Георг Вильгельм Фридрих Гегель был законнорожденным детищем романтизма, – приступил к новому рассказу Альберто. – Можно сказать, что он развивался вместе с национальным духом Германии. Родился Гегель в Штутгарте в 1770 году и в восемнадцать лет начал изучать богословие в городе Тюбингене. С 1799 года он сотрудничает с Шеллингом в Йене, а это был период наиболее бурного расцвета романтического движения. После йенской доцентуры он получает место профессора в Хайдельберге, который к тому времени становится центром немецкого национального романтизма. В 1818 году он переезжает в Берлин и до конца жизни остается профессором тамошнего университета – как раз когда роль духовного центра Германии перешла к Берлину. В ноябре 1831 года Гегель умирает от холеры, однако «гегельянство» уже пустило корни почти во всех германских университетах.

– Иными словами, он получил от жизни все, что только мог.

– Да, причем то же можно сказать и о его философии: Гегель объединил в своем учении и развил далее самые разнообразные идеи, имевшие хождение среди романтиков. Но он был весьма критично настроен, например, к философии Шеллинга.

– Что же он критиковал?

– И Шеллинг, и другие романтики считали основой бытия то, что они называли «мировым духом». Гегель также пользуется выражением «мировой дух», однако придает ему новое значение. Говоря о «мировом духе», или «мировом разуме», Гегель имеет в виду совокупность всех человеческих высказываний. Ведь «духом» обладает только человек. Гегель прослеживает развитие «мирового духа» (в этом смысле слова) на протяжении истории. Самое главное – помнить, что он рассуждает о жизни, мыслях и культуре не кого-нибудь, а человека.

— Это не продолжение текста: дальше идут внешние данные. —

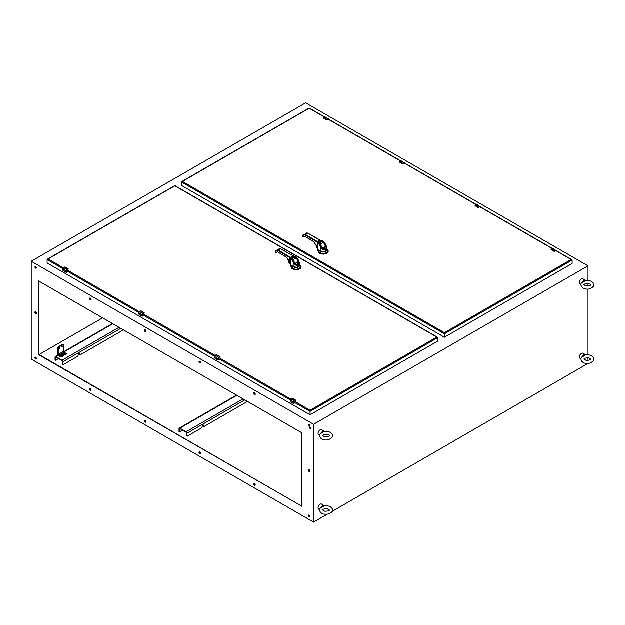 <?xml version="1.0" encoding="UTF-8"?>
<svg xmlns="http://www.w3.org/2000/svg" width="625" height="625" viewBox="0 0 625 625"><rect width="100%" height="100%" fill="white"/><g stroke="black" fill="none" stroke-linecap="round" stroke-linejoin="round"><path stroke-width="0.94" d="M243.109 398.898L186.117 431.805L179.922 428.219L236.906 395.32M182.578 430.18L179.484 431.898L179.414 428.938A0.711 0.414 60 0 1 179.922 428.648L186.117 432.227A0.711 0.414 -120 0 1 186.625 433.094L186.625 435.914L187.211 436.25L201.906 427.773L202.414 425.562L203.383 425.023L203.844 426.648L247.508 401.438M186.117 431.805A1.227 0.711 60 0 1 186.992 433.312L186.992 436.125L186.625 435.914M179.047 431.539L179.047 428.727A1.227 0.711 60 0 1 179.305 428.164A1.227 0.711 60 0 1 179.922 428.219M203.039 425.203L203.406 426.469M479.891 206.656L478.867 207.242L475.391 205.18L476.414 204.586L479.891 206.656A0.922 0.531 120 0 1 480.539 206.977L480.539 206.969A1 0.578 120 0 0 480.336 206.516A1 0.578 120 0 0 479.836 206.562L478.812 207.156A1.25 0.719 120 0 0 478.68 207.242L478.055 207.477L475.211 205.82L475.258 205.266L475.258 205.844M478.68 207.242L475.242 205.758M478.062 207.391L478.742 207.438L478.188 207.5M588.031 363.461L332.086 511.469M327.188 514.297L313.609 522.133L31.25 359.117L31.25 261.297L313.609 424.32L588.031 265.883L588.031 280.43M588.031 283.469L588.031 286.047M588.031 289.086L588.031 354.812M588.031 357.852L588.031 360.43M313.609 522.133L313.609 424.32M588.031 265.883L305.672 102.867L31.25 261.297M310.523 428.695L310.523 427.672L309.328 427.133L309.641 428.18L310.961 428.516M309.203 516.914A1.094 0.633 -120 0 0 309.75 516.969A1.094 0.633 -120 0 0 309.75 515.703A1.094 0.633 -120 0 0 308.656 515.078A1.094 0.633 -120 0 0 308.484 515.953A1.094 0.633 -120 0 0 309.203 516.914M254.492 394.648A1.094 0.633 -120 0 0 255.039 394.703A1.094 0.633 -120 0 0 255.039 393.438A1.094 0.633 -120 0 0 253.945 392.812A1.094 0.633 -120 0 0 253.781 393.688A1.094 0.633 -120 0 0 254.492 394.648M254.492 485.328A1.094 0.633 -120 0 0 255.039 485.383A1.094 0.633 -120 0 0 255.039 484.125A1.094 0.633 -120 0 0 253.945 483.492A1.094 0.633 -120 0 0 253.781 484.367A1.094 0.633 -120 0 0 254.492 485.328M199.789 363.062A1.094 0.633 -120 0 0 200.328 363.117A1.094 0.633 -120 0 0 200.328 361.852A1.094 0.633 -120 0 0 199.242 361.227A1.094 0.633 -120 0 0 199.07 362.102A1.094 0.633 -120 0 0 199.789 363.062M199.789 453.742A1.094 0.633 -120 0 0 200.328 453.797A1.094 0.633 -120 0 0 200.328 452.539A1.094 0.633 -120 0 0 199.242 451.906A1.094 0.633 -120 0 0 199.07 452.781A1.094 0.633 -120 0 0 199.789 453.742M145.078 331.477A1.094 0.633 -120 0 0 145.625 331.531A1.094 0.633 -120 0 0 145.625 330.266A1.094 0.633 -120 0 0 144.531 329.641A1.094 0.633 -120 0 0 144.367 330.516A1.094 0.633 -120 0 0 145.078 331.477M145.078 422.156A1.094 0.633 -120 0 0 145.625 422.211A1.094 0.633 -120 0 0 145.625 420.953A1.094 0.633 -120 0 0 144.531 420.32A1.094 0.633 -120 0 0 144.367 421.195A1.094 0.633 -120 0 0 145.078 422.156M309.203 471.57A1.094 0.633 -120 0 0 309.75 471.625A1.094 0.633 -120 0 0 309.75 470.367A1.094 0.633 -120 0 0 308.656 469.734A1.094 0.633 -120 0 0 308.484 470.609A1.094 0.633 -120 0 0 309.203 471.57M309.203 426.102A0.938 0.539 -120 0 0 309.672 426.148A0.938 0.539 -120 0 0 309.672 425.07A0.938 0.539 -120 0 0 308.734 424.531A0.938 0.539 -120 0 0 308.586 425.281A0.938 0.539 -120 0 0 309.203 426.102M301.258 506.344L301.703 506.086L301.703 433.234L301.258 432.477L38.438 280.883L38.312 354.023L38.75 354.781L301.695 506.164M35.664 358.984A1.094 0.633 -120 0 0 36.211 359.039A1.094 0.633 -120 0 0 36.211 357.781A1.094 0.633 -120 0 0 35.117 357.148A1.094 0.633 -120 0 0 34.945 358.023A1.094 0.633 -120 0 0 35.664 358.984M35.664 313.648A1.094 0.633 -120 0 0 36.211 313.703A1.094 0.633 -120 0 0 36.211 312.438A1.094 0.633 -120 0 0 35.117 311.812A1.094 0.633 -120 0 0 34.945 312.688A1.094 0.633 -120 0 0 35.664 313.648M35.664 268.18A0.938 0.539 -120 0 0 36.133 268.227A0.938 0.539 -120 0 0 36.133 267.141A0.938 0.539 -120 0 0 35.195 266.602A0.938 0.539 -120 0 0 35.047 267.352A0.938 0.539 -120 0 0 35.664 268.18M90.367 390.57A1.094 0.633 -120 0 0 90.914 390.625A1.094 0.633 -120 0 0 90.914 389.367A1.094 0.633 -120 0 0 89.82 388.734A1.094 0.633 -120 0 0 89.656 389.609A1.094 0.633 -120 0 0 90.367 390.57M90.367 299.891A1.094 0.633 -120 0 0 90.914 299.945A1.094 0.633 -120 0 0 90.914 298.688A1.094 0.633 -120 0 0 89.82 298.055A1.094 0.633 -120 0 0 89.656 298.93A1.094 0.633 -120 0 0 90.367 299.891M309.57 427.133L310.891 428.484M308.867 515.023A1.094 0.633 -120 0 0 309.57 516.703A1.094 0.633 -120 0 0 309.898 516.805M254.164 392.758A1.094 0.633 -120 0 0 254.859 394.438A1.094 0.633 -120 0 0 255.188 394.539M254.164 483.437A1.094 0.633 -120 0 0 254.859 485.117A1.094 0.633 -120 0 0 255.188 485.219M199.453 361.172A1.094 0.633 -120 0 0 200.148 362.852A1.094 0.633 -120 0 0 200.484 362.953M199.453 451.852A1.094 0.633 -120 0 0 200.148 453.531A1.094 0.633 -120 0 0 200.484 453.633M144.75 329.586A1.094 0.633 -120 0 0 145.445 331.266A1.094 0.633 -120 0 0 145.773 331.367M144.75 420.273A1.094 0.633 -120 0 0 145.445 421.945A1.094 0.633 -120 0 0 145.773 422.055M308.867 469.688A1.094 0.633 -120 0 0 309.57 471.359A1.094 0.633 -120 0 0 309.898 471.469M308.953 424.492A0.938 0.539 -120 0 0 309.57 425.891A0.938 0.539 -120 0 0 309.812 425.977M38.68 280.883L38.68 353.805L39.117 354.57L301.625 506.133M35.328 357.102A1.094 0.633 -120 0 0 36.031 358.773A1.094 0.633 -120 0 0 36.359 358.883M35.328 311.758A1.094 0.633 -120 0 0 36.031 313.438A1.094 0.633 -120 0 0 36.359 313.539M35.414 266.562A0.938 0.539 -120 0 0 36.031 267.969A0.938 0.539 -120 0 0 36.273 268.055M90.039 388.688A1.094 0.633 -120 0 0 90.734 390.359A1.094 0.633 -120 0 0 91.07 390.469M90.039 298A1.094 0.633 -120 0 0 90.734 299.68A1.094 0.633 -120 0 0 91.07 299.781M38.75 354.781L102.727 317.852M295.844 400.258L294.695 401.203A0.922 0.531 120 0 0 294.039 402.328L294.039 403.508A1.172 0.68 120 0 0 294.055 403.648L290.953 402.172M290.516 401.617L293.766 403.797M295.992 400.414L294.695 401.32A0.773 0.445 120 0 0 294.148 402.273L293.852 403.711M290.523 401.68A1.25 0.719 -60 0 1 290.516 401.531L290.492 400.328A0.922 0.531 -60 0 1 291.164 399.164L290.492 400.328L293.938 402.328L293.938 403.508L290.516 401.531L290.516 400.352A1 0.578 -60 0 1 291.219 399.133L293 398.602L292.312 398.5M324.203 505.695L320.656 507.75L323.219 505.031L324.203 505.695A2.93 1.688 120 0 1 324.289 505.828L320.016 508.406C319.273 510.508 319.891 512.172 321.867 513.391C322.375 514.156 324.539 514.383 328.359 514.078C331.469 512.641 332.828 511.398 332.414 510.359C333.328 509.703 330.977 504.883 324.234 505.828M323.219 505.031L321.617 504.102A2.93 1.688 120 0 0 318.695 505.797A2.93 1.688 120 0 0 318.695 509.18L319.602 509.695M63.344 267.828L48.109 259.023L47.133 259.586L62.859 268.664M294.148 402.273L310.086 411.398L437.812 337.656L174.859 185.844L47.133 259.586L47.133 263.016L310.086 414.828L310.086 410.281L294.68 401.359L294.148 402.211M310.086 414.828L437.812 341.086L437.812 337.656L436.836 337.102L310.086 410.281M63.57 351.383L63.57 345.258A1.25 0.719 120 0 0 63.313 344.68A1.25 0.719 120 0 0 62.687 344.742L59.156 346.781A1.25 0.719 120 0 0 58.273 348.312L58.273 354.438L63.57 351.383A0.711 0.414 -120 0 0 64.07 352.25L58.773 355.312A0.711 0.414 60 0 1 58.273 354.438M62.695 346.266L61.922 347.078L62.695 346.266M60.047 347.797L59.273 348.609L60.047 347.797M63.102 344.625A1.25 0.719 120 0 0 62.945 344.469A1.25 0.719 120 0 0 62.32 344.531L58.789 346.57A1.25 0.719 120 0 0 57.906 348.102L57.906 354.227A1.227 0.711 -120 0 0 58.773 355.734L60.812 356.906L61.695 356.906L62.008 356.305C60.828 354.164 62.086 353.438 65.789 354.117L66.102 353.43L64.07 352.25M61.797 346.875L62.32 345.969M59.148 348.406L59.672 347.5M58.773 355.312L61.695 356.484L63.281 355.203L63.023 354.844M63.484 353.781A2.375 1.367 0 0 0 63.453 353.789A2.375 1.367 0 0 0 61.633 354.727A2.375 1.367 0 0 0 62.219 356.102L63.281 355.203C62.898 354.5 63.305 354.266 64.516 354.484L65.789 354.117L65.789 354.539L66.164 353.891M65.789 354.539L64.516 354.914C63.305 354.688 62.898 354.93 63.281 355.625M62.438 356.32L62.008 356.727M64.516 354.484L64.516 354.914M219.93 356.414L216.453 354.664L219.961 356.734A1.172 0.68 120 0 0 219.828 356.797L218.812 357.391A0.922 0.531 120 0 0 218.156 358.523L218.156 359.695A1.172 0.68 120 0 0 218.164 359.836L217.914 359.984M214.633 357.805L217.883 359.984M217.961 359.898L218.266 358.461L218.266 359.719M291.133 266.633L290.203 264.945A1.57 0.906 180 0 1 290.211 264.836L290.203 264.945A1.57 0.906 180 0 0 290.461 265.438L291.031 265.734M290.555 265.281L290.664 264.625M301.086 266.984L296.078 270.008L291.07 266.984M291.148 266.258L291.555 266.281L291.133 266.375L291.258 265.852L290.992 266.234M291.18 266.328L291.18 266.328A4.953 2.859 180 0 0 297.633 269.461A4.953 2.859 180 0 0 299.578 264.719L301.086 266.859A5.008 2.891 180 0 1 296.078 269.75A5.008 2.891 180 0 1 291.07 266.859L291.07 266.859A5.008 2.891 180 0 1 291.125 266.438M288.805 260.359L289.016 262.836L290.508 263.727M290.203 263.484L289.992 263.398C288.922 262.133 288.938 261.484 290.016 261.453M291.016 257.812L292.219 258.844L290.953 257.758L290.625 258.203L291.727 259.188L292.055 258.742L293.195 262.109L293.68 261.891L294.07 262.594C295.508 264.844 296.961 265.703 298.43 265.164C299.625 264.164 299.609 262.477 298.383 260.109L297.633 259.43L299.516 263.305L298.508 265.438C296.57 266.07 294.797 264.961 293.195 262.109L293.195 266.586L290.68 265.398M291.258 265.852L291.555 266.281L291.773 265.586M290.133 263.727L288.992 262.797L288.758 260.273M290.086 261.5L289.312 261.945L290.203 263.344M292.602 266.016L290.508 265.273L290.211 262.703M293.195 266.586L297.055 267.414L299.516 265.508L299.516 263.305L298.047 259.32L295.609 256.719L292.828 255.695L295.367 257.023M276.07 252.773L277.609 251.906L286.453 257.195L288.023 258.891L290.492 263.406L289.914 262.25L289.914 257.688A5.898 3.406 180 0 1 290.625 258.203L290.625 265.344A5.898 3.406 0 0 0 290.492 265.227A1.57 0.906 180 0 1 290.203 264.703A1.57 0.906 180 0 1 290.25 264.477M292.695 265.969L291.586 265.898M293.594 261.719L292.852 259.883M296.641 257.633L297.852 259.258M293.695 261.883L294.07 262.594C298.227 266.477 299.664 265.641 298.383 260.109L297.734 259.578M293.773 256.133L291.289 256.32L290.953 257.758L290.195 257.211L289.914 257.688L277.898 250.508L275.562 251.008L275.898 252.68L277.297 251.867M292.219 258.844L293.68 261.688M296.656 257.68L293.648 256.344C291.617 256.148 290.766 256.633 291.102 257.812L292.93 259.867L294.141 262.547C295.594 264.461 296.641 265.297 297.266 265.047L298.156 260.234M277.773 252L286.508 257.305L290.203 262.836L290.508 265.273M292.828 255.695L280.383 248.758L279.391 248.672L275.562 251.328M277.133 250.422L277.219 249.922L278.188 250.031L277.898 250.508M297.266 265.047L294.07 262.594M296.078 257.461L297.688 259.508M276.32 252.625L277.977 251.758L276.531 252.367M292.906 259.797L292.172 258.742M291.906 256.602L293.586 256.602L293.586 257.57C291.938 257.875 291.383 257.547 291.906 256.602L291.727 256.703C291.016 257.695 291.578 258.133 293.43 258.023L293.008 258.258M293.008 259.734L294.133 261.625C293.828 261.805 296.789 265.422 297.867 264.18C299.531 263.906 297.672 259.242 297.5 259.656L298.672 262.664L296.336 257.945L294.492 257.062M294.938 256.953L292.414 258.281M292.93 258.312L294.516 257.266M292.117 258.438L294.43 257.641L293.664 256.648M294.82 263.195L298.672 262.664L294.82 263.195L293.883 261.711M297.539 259.609L296.305 257.953L297.539 259.609M292.266 258.648L292.797 259.312M293.008 259.18L293.055 259.836M294.008 257.688L293.43 258.023M324.203 431.32L320.656 433.367L323.219 430.648L324.203 431.32A2.93 1.688 120 0 1 324.289 431.445L320.016 434.023C318.5 436.25 321.445 439.734 323.539 439.672C328.75 441.352 333.375 436.867 332.414 435.984C333.328 435.328 330.977 430.508 324.234 431.453M323.219 430.648L321.617 429.727A2.93 1.688 120 0 0 318.695 431.414A2.93 1.688 120 0 0 318.695 434.797L319.602 435.32M556.438 250.797L556.43 250.781A1 0.578 120 0 0 556.219 250.328A1 0.578 120 0 0 555.719 250.375L554.703 250.969A1.25 0.719 120 0 0 554.562 251.055L553.922 251.258L551.102 249.625L551.141 249.078L551.148 249.656M554.562 251.055L551.125 249.57M553.945 251.195L554.625 251.25L554.07 251.312M556.289 250.703A0.773 0.445 120 0 0 555.773 250.594L572.148 260.094L444.43 333.836L444.43 337.266L181.477 185.453L181.477 182.023L444.43 333.836L444.43 332.719L182.445 181.461L181.477 182.023L309.203 108.281L324.414 117.07M444.43 332.719L571.18 259.539L572.148 260.094L572.148 263.523L444.43 337.266M68.188 268.828L68.188 269.117A1.172 0.68 120 0 0 68.062 269.172L67.039 269.766A0.922 0.531 120 0 0 66.391 270.898L66.391 272.078A1.172 0.68 120 0 0 66.398 272.219L66.367 272.398M62.859 270.18L63.305 270.734M68.336 268.984L67.039 269.891A0.773 0.445 120 0 0 66.492 270.836L66.195 272.273M65.359 267.172L64.656 267.07M585.539 354.82L581.992 356.867L584.555 354.148L585.539 354.82A2.93 1.688 120 0 1 585.625 354.945L581.352 357.523C580.609 359.625 581.227 361.289 583.203 362.508C583.711 363.273 585.875 363.5 589.695 363.203C592.805 361.758 594.156 360.523 593.75 359.477C594.656 358.828 592.305 354.008 585.57 354.945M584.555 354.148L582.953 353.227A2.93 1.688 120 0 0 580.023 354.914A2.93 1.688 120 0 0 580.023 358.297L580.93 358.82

– В таком случае понятие «дух» утрачивает мистический оттенок. Оно более не прячется в виде «дремлющего интеллекта» в камнях и деревьях.

– Ты, конечно, помнишь Канта и его «вещь в себе». Отрицая возможность точного познания человеком сокровенной тайны природы, он тем не менее признавал существование некоей недосягаемой «истины». Гегель же утверждал, что «истина субъективна», то есть отвергал существование какой-либо «истины» за пределами человеческого разума. По его мысли, всякое познание представляет собой познание чего-либо человеком.

– Он хотел вернуть философов обратно на землю, да?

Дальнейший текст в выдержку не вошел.